God morning on Friday. This is probably my most favorite time of day. As I sit and sip the first cup of coffee, then the thought process clears, the cobwebs dissipate, and the spirit wakens. I say my daily little prayer even as I roll off of the bed and that prayer is one of gratitude. Gratitude; for a life I never thought possible again, for sobriety and all that that brings, to have God as an active part of my life – when I choose to (and that happens more and more every day). The prayer, “Thy will be done”, is no longer simply a piece of fluff to be said only when things don’t go my way. It is no longer mere “sour grapes”.

As I have tried to grow and change and as I’ve tried with everything that I think I’m capable of to let God help me grow and change, then “Thy will be done” becomes an absolute reality – if not a necessity. I am not, nor can I be, “the king”. I do not know everything. I am not, nor, again, can I be “in charge”. Things have not gone and will not always go the way I want them to. And that is probably to the good.

This is not to say that I am a brainless ‘droid of some sort, blindly following some nebulous god. This is not to say that I allow the worst stuff happen to me and then say, “Yeah – Thy will be done”. As a matter of fact, the “worst that could happen” never simply happened to me. I was always the cause through my own (in)action. Things like; by not listening to or not caring about those around me, by blithely going my own way without real purpose or direction, by knowing what a drink will do to me and then going ahead and drinking anyhow. The list goes on and on.

My fears, doubts, and insecurities gain such control in my life that they became realities. At one point I was able to loathe myself so much that not even one word of truth would pass my lips. The mask that cried out, “Accept me, accept me!” was unreachable. Confusion was the order of the day. I did not need or want your lousy help, “Just leave me alone, I’ll be fine, thank-you very much. Now just go away, I need a drink!”. And then, if you can imagine, I could not figure out what was wrong!! Today, and I do thank God for this, that is not the case.

Today I am sober and the brain and the heart work again. Today I allow God to work (on his own and through others) in my life. Today I say “thy will be done” before the shit happens. And then I hope and pray and earnestly try to make sure that I have not said, “Thy will, my way” – because that doesn’t work either.

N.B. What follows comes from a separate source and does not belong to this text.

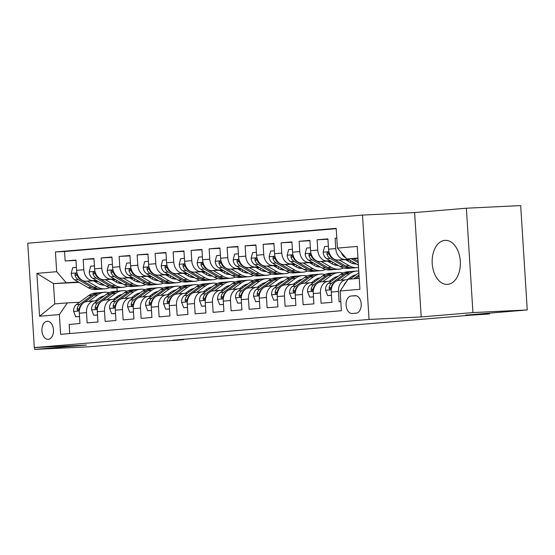 <?xml version="1.0" encoding="UTF-8"?>
<svg xmlns="http://www.w3.org/2000/svg" width="555" height="555" viewBox="0 0 555 555"><rect width="100%" height="100%" fill="white"/><g stroke="black" fill="none" stroke-linecap="round" stroke-linejoin="round"><path stroke-width="0.83" d="M447.642 284.368A22.047 14.083 -92.8 0 0 460.31 261.433A22.047 14.083 -92.8 0 0 445.193 240.343A22.047 14.083 -92.8 0 0 444.874 240.364A22.047 14.083 -92.8 0 0 432.206 263.292A22.047 14.083 -92.8 0 0 447.323 284.389A22.047 14.083 -92.8 0 0 447.642 284.368M48.271 339.327A9.046 5.779 -92.8 0 0 53.467 329.92A9.046 5.779 -92.8 0 0 47.265 321.262A9.046 5.779 -92.8 0 0 47.133 321.276A9.046 5.779 -92.8 0 0 41.937 330.683A9.046 5.779 -92.8 0 0 48.139 339.334A9.046 5.779 -92.8 0 0 48.271 339.327M362.491 215.083L27.75 243.222L34.313 347.59L369.054 319.451L362.491 215.083L414.627 212.565L421.196 316.933L472.936 312.583L466.366 208.215L414.627 212.565M466.366 208.215L520.687 205.586L527.25 309.954L465.61 315.136L489.51 313.977L489.454 313.131M34.604 347.576L34.715 349.414L89.029 346.785L150.669 341.602L174.568 340.451L183.566 339.695L183.538 339.306M472.936 312.583L527.25 309.954M69.722 333.555L69.146 324.425L79.948 323.516L79.303 313.221L86.497 312.618A11.308 8.7 -94.8 0 1 94.239 300.928A11.308 8.7 -94.8 0 1 94.482 300.914L97.541 300.768M86.497 312.618L87.149 322.913L97.944 322.004L97.298 311.709L104.493 311.105A11.308 8.7 -94.8 0 1 112.235 299.416A11.308 8.7 -94.8 0 1 112.478 299.402L115.537 299.256M104.493 311.105L105.145 321.4L115.939 320.492L115.294 310.196L122.489 309.593A11.308 8.7 -94.8 0 1 130.238 297.903A11.308 8.7 -94.8 0 1 130.474 297.889L133.533 297.744M122.489 309.593L123.141 319.888L133.935 318.979L133.29 308.684L140.491 308.08A11.308 8.7 -94.8 0 1 148.234 296.391A11.308 8.7 -94.8 0 1 148.469 296.377L151.529 296.231M140.491 308.08L141.136 318.376L151.931 317.467L151.286 307.172L158.487 306.568A11.308 8.7 -94.8 0 1 166.229 294.878A11.308 8.7 -94.8 0 1 166.465 294.865L169.525 294.719M158.487 306.568L159.132 316.863L169.934 315.955L169.282 305.659L176.483 305.056A11.308 8.7 -94.8 0 1 184.225 293.366A11.308 8.7 -94.8 0 1 184.461 293.352L187.521 293.207M176.483 305.056L177.128 315.351L187.93 314.442L187.278 304.147L194.479 303.543A11.308 8.7 -94.8 0 1 202.221 291.854A11.308 8.7 -94.8 0 1 202.457 291.84L205.517 291.694M194.479 303.543L195.124 313.839L205.926 312.93L205.274 302.635L212.475 302.031A11.308 8.7 -94.8 0 1 220.217 290.341A11.308 8.7 -94.8 0 1 220.453 290.327L223.512 290.182M212.475 302.031L213.12 312.326L223.922 311.417L223.27 301.122L230.471 300.519A11.308 8.7 -94.8 0 1 238.213 288.829A11.308 8.7 -94.8 0 1 238.449 288.815L241.515 288.669M230.471 300.519L231.116 310.814L241.918 309.905L241.272 299.61L248.467 299.006A11.308 8.7 -94.8 0 1 256.209 287.317A11.308 8.7 -94.8 0 1 256.452 287.303L259.511 287.15M248.467 299.006L249.119 309.301L259.913 308.393L259.268 298.097L266.462 297.494A11.308 8.7 -94.8 0 1 274.212 285.804A11.308 8.7 -94.8 0 1 274.447 285.79L277.507 285.638M266.462 297.494L267.115 307.789L277.909 306.88L277.264 296.585L284.458 295.981A11.308 8.7 -94.8 0 1 292.207 284.292A11.308 8.7 -94.8 0 1 292.443 284.278L295.503 284.125M284.458 295.981L285.11 306.277L295.905 305.368L295.26 295.073L302.461 294.469A11.308 8.7 -94.8 0 1 310.203 282.779A11.308 8.7 -94.8 0 1 310.439 282.766L313.499 282.613M302.461 294.469L303.106 304.764L313.901 303.856L313.256 293.56L320.457 292.957A11.308 8.7 -94.8 0 1 328.199 281.267A11.308 8.7 -94.8 0 1 328.435 281.253L331.495 281.101M320.457 292.957L321.102 303.252L331.904 302.343L331.252 292.048A11.308 8.7 -94.8 0 1 338.994 280.358A11.308 8.7 -94.8 0 1 339.23 280.344M336.802 238.13L335.109 238.268L336.802 238.192M348.72 259.511L337.953 260.031A11.308 8.7 -94.8 0 1 328.553 249.174L327.908 238.879L317.113 239.781L327.929 239.26M330.725 261.023L319.957 261.544A11.308 8.7 85.2 0 1 310.557 250.687L309.912 240.391L299.11 241.3L309.933 240.773M312.729 262.536L301.962 263.063A11.308 8.7 85.2 0 1 292.561 252.199L291.916 241.904L281.114 242.812L291.937 242.285M294.733 264.048L283.966 264.575A11.308 8.7 85.2 0 1 274.565 253.711L273.92 243.416L263.119 244.325L273.941 243.798M276.737 265.567L265.97 266.088A11.308 8.7 85.2 0 1 256.57 255.224L255.924 244.928L245.123 245.837L255.945 245.31M258.741 267.08L247.974 267.6A11.308 8.7 85.2 0 1 238.574 256.736L237.922 246.441L227.127 247.35L237.949 246.822M240.738 268.592L229.978 269.113A11.308 8.7 85.2 0 1 220.578 258.248L219.926 247.953L209.131 248.862L219.953 248.335M222.742 270.105L211.982 270.625A11.308 8.7 85.2 0 1 202.582 259.761L201.93 249.466L191.135 250.374L201.958 249.847M204.746 271.617L193.979 272.137A11.308 8.7 85.2 0 1 184.579 261.273L183.934 250.978L173.139 251.887L183.962 251.359M186.751 273.129L175.984 273.65A11.308 8.7 85.2 0 1 166.583 262.786L165.938 252.49L155.136 253.399L165.959 252.872M168.755 274.642L157.988 275.162A11.308 8.7 85.2 0 1 148.587 264.298L147.942 254.003L137.141 254.911L147.963 254.384M150.759 276.154L139.992 276.674A11.308 8.7 85.2 0 1 130.591 265.81L129.946 255.515L119.145 256.424L129.967 255.897M132.763 277.666L121.996 278.187A11.308 8.7 85.2 0 1 112.596 267.323L111.95 257.027L101.149 257.936L111.971 257.409M114.767 279.179L104 279.699A11.308 8.7 85.2 0 1 94.6 268.835L93.948 258.54L83.153 259.449L93.975 258.921M489.51 313.977L469.648 315.261L172.702 340.215L183.566 339.695M355.075 295.676L351.114 296.009A8.762 5.599 -92.8 0 0 346.084 305.118A8.762 5.599 -92.8 0 0 352.092 313.506A8.762 5.599 -92.8 0 0 352.217 313.499L356.178 313.166A8.762 5.599 -92.8 0 0 361.208 304.05A8.762 5.599 -92.8 0 0 355.2 295.662A8.762 5.599 -92.8 0 0 355.075 295.676L355.332 295.662M79.081 282.377L53.481 283.619L54.758 303.925L67.356 302.87L59.378 314.574L60.62 334.318L341.367 310.724L340.125 290.973L348.103 279.276L359.231 278.339M59.378 314.574L39.578 316.239L36.88 273.358L56.679 271.7L55.438 251.949L336.184 228.355L337.426 248.099L357.226 246.434L359.924 289.315L340.125 290.973M115.378 279.533L112.159 279.685M96.362 280.455L93.198 280.608A11.308 8.7 -94.8 0 1 83.798 269.744L83.153 259.449M115.787 279.769L112.568 279.928M96.764 280.691L86.004 281.212L93.198 280.608M133.373 278.02L130.154 278.173M114.358 278.943L111.194 279.096A11.308 8.7 -94.8 0 1 101.801 268.231L101.149 257.936M133.783 278.256L130.564 278.416M151.369 276.508L148.15 276.661M132.354 277.431L129.197 277.583A11.308 8.7 -94.8 0 1 119.797 266.719L119.145 256.424M151.779 276.744L148.56 276.903M169.365 274.996L166.146 275.148M150.35 275.918L147.193 276.071A11.308 8.7 -94.8 0 1 137.793 265.207L137.141 254.911M169.774 275.231L166.555 275.391M187.361 273.483L184.142 273.636M168.345 274.406L165.189 274.558A11.308 8.7 -94.8 0 1 155.788 263.694L155.136 253.399M187.77 273.719L184.551 273.879M205.357 271.971L202.138 272.123M186.341 272.887L183.185 273.046A11.308 8.7 -94.8 0 1 173.784 262.182L173.139 251.887M205.766 272.207L202.547 272.359M223.36 270.458L220.134 270.611M204.337 271.374L201.181 271.527A11.308 8.7 -94.8 0 1 191.78 260.67L191.135 250.374M223.762 270.694L220.543 270.847M241.356 268.946L238.13 269.099M222.333 269.862L219.176 270.014A11.308 8.7 -94.8 0 1 209.776 259.157L209.131 248.862M241.765 269.182L238.539 269.335M259.351 267.434L256.132 267.586M240.336 268.349L237.172 268.502A11.308 8.7 -94.8 0 1 227.772 257.645L227.127 247.35M259.761 267.67L256.535 267.822M277.347 265.921L274.128 266.074M258.332 266.837L255.168 266.99A11.308 8.7 -94.8 0 1 245.768 256.132L245.123 245.837M277.757 266.157L274.538 266.31M295.343 264.409L292.124 264.562M276.328 265.325L273.171 265.477A11.308 8.7 -94.8 0 1 263.771 254.62L263.119 244.325M295.753 264.645L292.534 264.797M313.339 262.897L310.12 263.049M294.323 263.812L291.167 263.965A11.308 8.7 -94.8 0 1 281.767 253.108L281.114 242.812M313.748 263.132L310.529 263.285M331.335 261.384L328.116 261.537M312.319 262.3L309.163 262.453A11.308 8.7 -94.8 0 1 299.762 251.595L299.11 241.3M331.744 261.62L328.525 261.773M349.331 259.872L346.112 260.024M330.315 260.788L327.159 260.94A11.308 8.7 -94.8 0 1 317.758 250.083L317.113 239.781M349.74 260.108L346.521 260.26M340.791 301.594L339.098 301.74L338.453 291.444A11.308 8.7 -94.8 0 1 346.195 279.755A11.308 8.7 -94.8 0 1 346.431 279.741L347.832 279.671M348.311 259.275L345.154 259.428A11.308 8.7 -94.8 0 1 335.754 248.571L335.109 238.268M336.205 228.681L64.56 251.512L65.157 260.961L75.98 260.434M86.004 281.212A11.308 8.7 85.2 0 1 76.604 270.347L75.952 260.052L65.157 260.961M67.356 302.87L79.545 302.281M357.954 258.026L346.826 258.963L337.426 248.099M357.975 258.422L346.826 258.963M421.196 316.933L369.054 319.451M34.715 349.414L86.455 345.064L34.313 347.59M98.096 281.461L94.877 281.614M116.529 281.281L116.592 282.252M116.939 287.809L117.154 291.181M117.48 296.315L117.57 297.771M97.382 281.045L94.163 281.198M78.366 281.968L53.481 283.619L36.88 273.358M321.234 281.857A11.308 8.7 85.2 0 0 320.998 281.871A11.308 8.7 85.2 0 0 313.256 293.56M303.238 283.369A11.308 8.7 85.2 0 0 303.002 283.383A11.308 8.7 85.2 0 0 295.26 295.073M285.242 284.881A11.308 8.7 85.2 0 0 285.006 284.895A11.308 8.7 85.2 0 0 277.264 296.585M267.246 286.394A11.308 8.7 85.2 0 0 267.01 286.408A11.308 8.7 85.2 0 0 259.268 298.097M249.25 287.906A11.308 8.7 85.2 0 0 249.015 287.92A11.308 8.7 85.2 0 0 241.272 299.61M231.255 289.419A11.308 8.7 85.2 0 0 231.019 289.433A11.308 8.7 85.2 0 0 223.27 301.122M213.259 290.931A11.308 8.7 85.2 0 0 213.023 290.945A11.308 8.7 85.2 0 0 205.274 302.635M195.263 292.443A11.308 8.7 85.2 0 0 195.02 292.457A11.308 8.7 85.2 0 0 187.278 304.147M177.26 293.956A11.308 8.7 85.2 0 0 177.024 293.97A11.308 8.7 85.2 0 0 169.282 305.659M159.264 295.468A11.308 8.7 85.2 0 0 159.028 295.482A11.308 8.7 85.2 0 0 151.286 307.172M141.268 296.981A11.308 8.7 85.2 0 0 141.032 296.994A11.308 8.7 85.2 0 0 133.29 308.684M123.272 298.493A11.308 8.7 85.2 0 0 123.037 298.514A11.308 8.7 85.2 0 0 115.294 310.196M105.277 300.005A11.308 8.7 85.2 0 0 105.041 300.026A11.308 8.7 85.2 0 0 97.298 311.709M64.56 251.512L55.438 251.949M56.679 271.7L66.08 282.557M87.281 301.518A11.308 8.7 85.2 0 0 87.045 301.538A11.308 8.7 85.2 0 0 79.303 313.221M39.578 316.239L54.758 303.925M343.947 285.367A7.493 5.765 -94.8 0 1 346.292 281.926M350.163 279.103L358.592 272.935A21.624 16.636 -94.8 0 1 358.877 272.734M355.741 278.631L359.092 276.182M359.009 274.843L353.584 278.811M341.54 252.851A7.493 5.765 85.2 0 0 344.738 257.201L345.876 257.86M347.701 258.921L358.093 264.957A21.624 16.636 85.2 0 0 358.398 265.13M357.212 258.464L358.01 258.928M351.315 258.748L358.252 262.772M358.155 261.287L353.597 258.637M347.25 279.699L351.072 276.91A17.947 13.806 -94.8 0 1 356.026 274.815M340.666 280.219L349.594 273.691A21.624 16.636 -94.8 0 1 356.463 271.062A21.624 16.636 -94.8 0 1 358.773 271.076M331.46 295.302L327.693 295.621L325.542 290.133A7.493 5.765 -94.8 0 1 328.303 283.438L340.597 274.447A21.624 16.636 -94.8 0 1 347.465 271.818L350.885 271.534A21.624 16.636 85.2 0 0 344.017 274.163L331.717 283.154A7.493 5.765 85.2 0 0 329.094 287.712L329.205 288.76L330.003 289.328L331.252 287.532A7.493 5.765 -94.8 0 1 333.881 282.967L334.45 282.557M352.356 276.085A17.947 13.806 -94.8 0 1 353.584 276.598M327.693 295.621L331.467 295.406M336.448 281.094L346.174 273.983A21.624 16.636 -94.8 0 1 353.042 271.346L356.463 271.062M351.967 271.485A21.624 16.636 85.2 0 0 350.885 271.534M355.679 275.072A17.947 13.806 85.2 0 0 355.075 275.009M354.014 275.329A17.947 13.806 -94.8 0 1 355.006 275.558M329.254 281.212L333.076 278.423A17.947 13.806 -94.8 0 1 338.03 276.328M322.67 281.732L331.599 275.204A21.624 16.636 -94.8 0 1 338.467 272.574A21.624 16.636 -94.8 0 1 343.032 273.004M350.309 277.465A21.624 16.636 -94.8 0 1 351.142 278.381M313.464 296.814L309.697 297.133L307.546 291.646A7.493 5.765 -94.8 0 1 310.3 284.951L322.601 275.96A21.624 16.636 -94.8 0 1 329.469 273.331L332.889 273.046A21.624 16.636 85.2 0 0 326.021 275.675L313.721 284.666A7.493 5.765 85.2 0 0 311.098 289.224L311.209 290.272L312.007 290.841L313.256 289.044A7.493 5.765 -94.8 0 1 315.885 284.486L316.447 284.07M334.36 277.597A17.947 13.806 -94.8 0 1 335.588 278.111M309.697 297.133L313.464 296.918M318.452 282.606L328.178 275.495A21.624 16.636 -94.8 0 1 335.047 272.866L338.467 272.574M333.971 272.998A21.624 16.636 85.2 0 0 332.889 273.046M337.676 276.584A17.947 13.806 85.2 0 0 337.079 276.522M336.018 276.841A17.947 13.806 -94.8 0 1 337.01 277.07M311.258 282.724L315.08 279.935A17.947 13.806 -94.8 0 1 320.034 277.84M304.674 283.244L313.603 276.716A21.624 16.636 -94.8 0 1 320.471 274.087A21.624 16.636 -94.8 0 1 325.036 274.517M332.313 278.978A21.624 16.636 -94.8 0 1 333.146 279.893M295.461 298.326L291.701 298.646L289.55 293.158A7.493 5.765 -94.8 0 1 292.305 286.463L304.605 277.472A21.624 16.636 -94.8 0 1 311.473 274.843L314.893 274.558A21.624 16.636 85.2 0 0 308.025 277.188L295.725 286.179A7.493 5.765 85.2 0 0 293.102 290.737L293.213 291.784L294.011 292.353L295.26 290.556A7.493 5.765 -94.8 0 1 297.889 285.998L298.451 285.582M316.364 279.109A17.947 13.806 -94.8 0 1 317.592 279.623M291.701 298.646L295.468 298.43M300.456 284.118L310.183 277.007A21.624 16.636 -94.8 0 1 317.051 274.378L320.471 274.087M315.975 274.51A21.624 16.636 85.2 0 0 314.893 274.558M319.68 278.097A17.947 13.806 85.2 0 0 319.076 278.034M318.022 278.353A17.947 13.806 -94.8 0 1 319.014 278.582M293.262 284.236L297.085 281.447A17.947 13.806 -94.8 0 1 302.038 279.352M286.678 284.757L295.607 278.228A21.624 16.636 -94.8 0 1 302.475 275.599A21.624 16.636 -94.8 0 1 307.04 276.029M314.317 280.49A21.624 16.636 -94.8 0 1 315.15 281.406M277.465 299.839L273.705 300.158L271.555 294.67A7.493 5.765 -94.8 0 1 274.309 287.976L286.609 278.985A21.624 16.636 -94.8 0 1 293.477 276.355L296.897 276.071A21.624 16.636 85.2 0 0 290.029 278.7L277.729 287.691A7.493 5.765 85.2 0 0 275.107 292.249L275.211 293.297L276.015 293.866L277.264 292.069A7.493 5.765 -94.8 0 1 279.887 287.511L280.455 287.095M298.361 280.622A17.947 13.806 -94.8 0 1 299.596 281.135M273.705 300.158L277.472 299.943M282.46 285.631L292.187 278.52A21.624 16.636 -94.8 0 1 299.055 275.89L302.475 275.599M297.979 276.022A21.624 16.636 85.2 0 0 296.897 276.071M301.684 279.609A17.947 13.806 85.2 0 0 301.081 279.547M300.026 279.866A17.947 13.806 -94.8 0 1 301.018 280.095M328.373 246.226L324.606 246.538L323.163 252.331A7.493 5.765 85.2 0 0 326.742 258.713L340.097 266.469A21.624 16.636 85.2 0 0 348.158 268.377L351.579 268.086A21.624 16.636 85.2 0 0 352.654 267.947M352.265 263.348A17.947 13.806 85.2 0 0 353.708 262.411M339.209 259.976L349.095 265.713A21.624 16.636 85.2 0 0 357.156 267.614A21.624 16.636 85.2 0 0 358.544 267.427M345.501 259.671L350.156 262.369A17.947 13.806 85.2 0 0 356.421 263.986M357.156 267.614L353.736 267.905A21.624 16.636 -94.8 0 1 345.675 265.998L332.327 258.248A7.493 5.765 -94.8 0 1 329.143 253.968L327.727 252.372L327.02 252.92L326.985 254.148A7.493 5.765 85.2 0 0 330.163 258.429L343.517 266.178A21.624 16.636 85.2 0 0 351.579 268.086M355.242 263.299A17.947 13.806 -94.8 0 1 354.028 263.819M355.131 263.958A17.947 13.806 85.2 0 0 355.963 263.715M310.37 247.738L306.61 248.05L305.167 253.843A7.493 5.765 85.2 0 0 308.747 260.233L322.101 267.982A21.624 16.636 85.2 0 0 330.163 269.89L333.583 269.598A21.624 16.636 85.2 0 0 334.658 269.459M334.27 264.86A17.947 13.806 85.2 0 0 335.713 263.923M321.213 261.488L331.099 267.226A21.624 16.636 85.2 0 0 339.161 269.133A21.624 16.636 85.2 0 0 343.594 267.94M350.038 262.307A21.624 16.636 85.2 0 0 350.968 260.815M327.505 261.183L332.161 263.882A17.947 13.806 85.2 0 0 338.425 265.498M347.236 260.677A17.947 13.806 85.2 0 0 347.596 260.212M339.161 269.133L335.74 269.418A21.624 16.636 -94.8 0 1 327.679 267.51L314.324 259.761A7.493 5.765 -94.8 0 1 311.147 255.48L309.732 253.885L309.024 254.44L308.989 255.661A7.493 5.765 85.2 0 0 312.167 259.941L325.521 267.69A21.624 16.636 85.2 0 0 333.583 269.598M337.246 264.811A17.947 13.806 -94.8 0 1 336.032 265.332M337.135 265.47A17.947 13.806 85.2 0 0 337.967 265.228M292.374 249.25L288.614 249.563L287.171 255.355A7.493 5.765 85.2 0 0 290.751 261.745L304.105 269.494A21.624 16.636 85.2 0 0 312.167 271.402L315.587 271.111A21.624 16.636 85.2 0 0 316.662 270.972M316.274 266.379A17.947 13.806 85.2 0 0 317.717 265.436M303.217 263.001L313.103 268.738A21.624 16.636 85.2 0 0 321.165 270.646A21.624 16.636 85.2 0 0 325.598 269.452M332.043 263.819A21.624 16.636 85.2 0 0 332.965 262.328M309.51 262.695L314.165 265.394A17.947 13.806 85.2 0 0 320.429 267.01M329.24 262.189A17.947 13.806 85.2 0 0 329.601 261.724M321.165 270.646L317.744 270.93A21.624 16.636 -94.8 0 1 309.683 269.022L296.328 261.273A7.493 5.765 -94.8 0 1 293.151 256.993L291.736 255.397L291.028 255.952L290.986 257.173A7.493 5.765 85.2 0 0 294.171 261.454L307.525 269.203A21.624 16.636 85.2 0 0 315.587 271.111M319.25 266.324A17.947 13.806 -94.8 0 1 318.036 266.844M319.132 266.983A17.947 13.806 85.2 0 0 319.971 266.74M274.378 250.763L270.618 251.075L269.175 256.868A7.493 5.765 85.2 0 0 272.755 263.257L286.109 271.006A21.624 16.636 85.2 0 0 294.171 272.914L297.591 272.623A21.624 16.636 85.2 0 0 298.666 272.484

By having a faith that is beyond my imagination, by using acceptance and gratitude as real working tools in my life, and by ‘doing’ her than simply ‘saying’, then now my life has become immeasurably better. It’s not in my ‘job’ or in the fact that I can take a vacation – those are wonderful parts of the whole – but it’s in the people that I meet and work with. It’s in the things that I’m now able to do and see. It’s in the whole of life around me!
Simply put, it really is “Happy, Joyous and Free” – but that takes some work. I am capable of letting that go in a second so I guess I’d better amend it a bit – “Awake, aware, happy, joyous and free”. Let’s have the best day of days, today….the beginning.

Love and Peace from Key West but on vacation in Maine!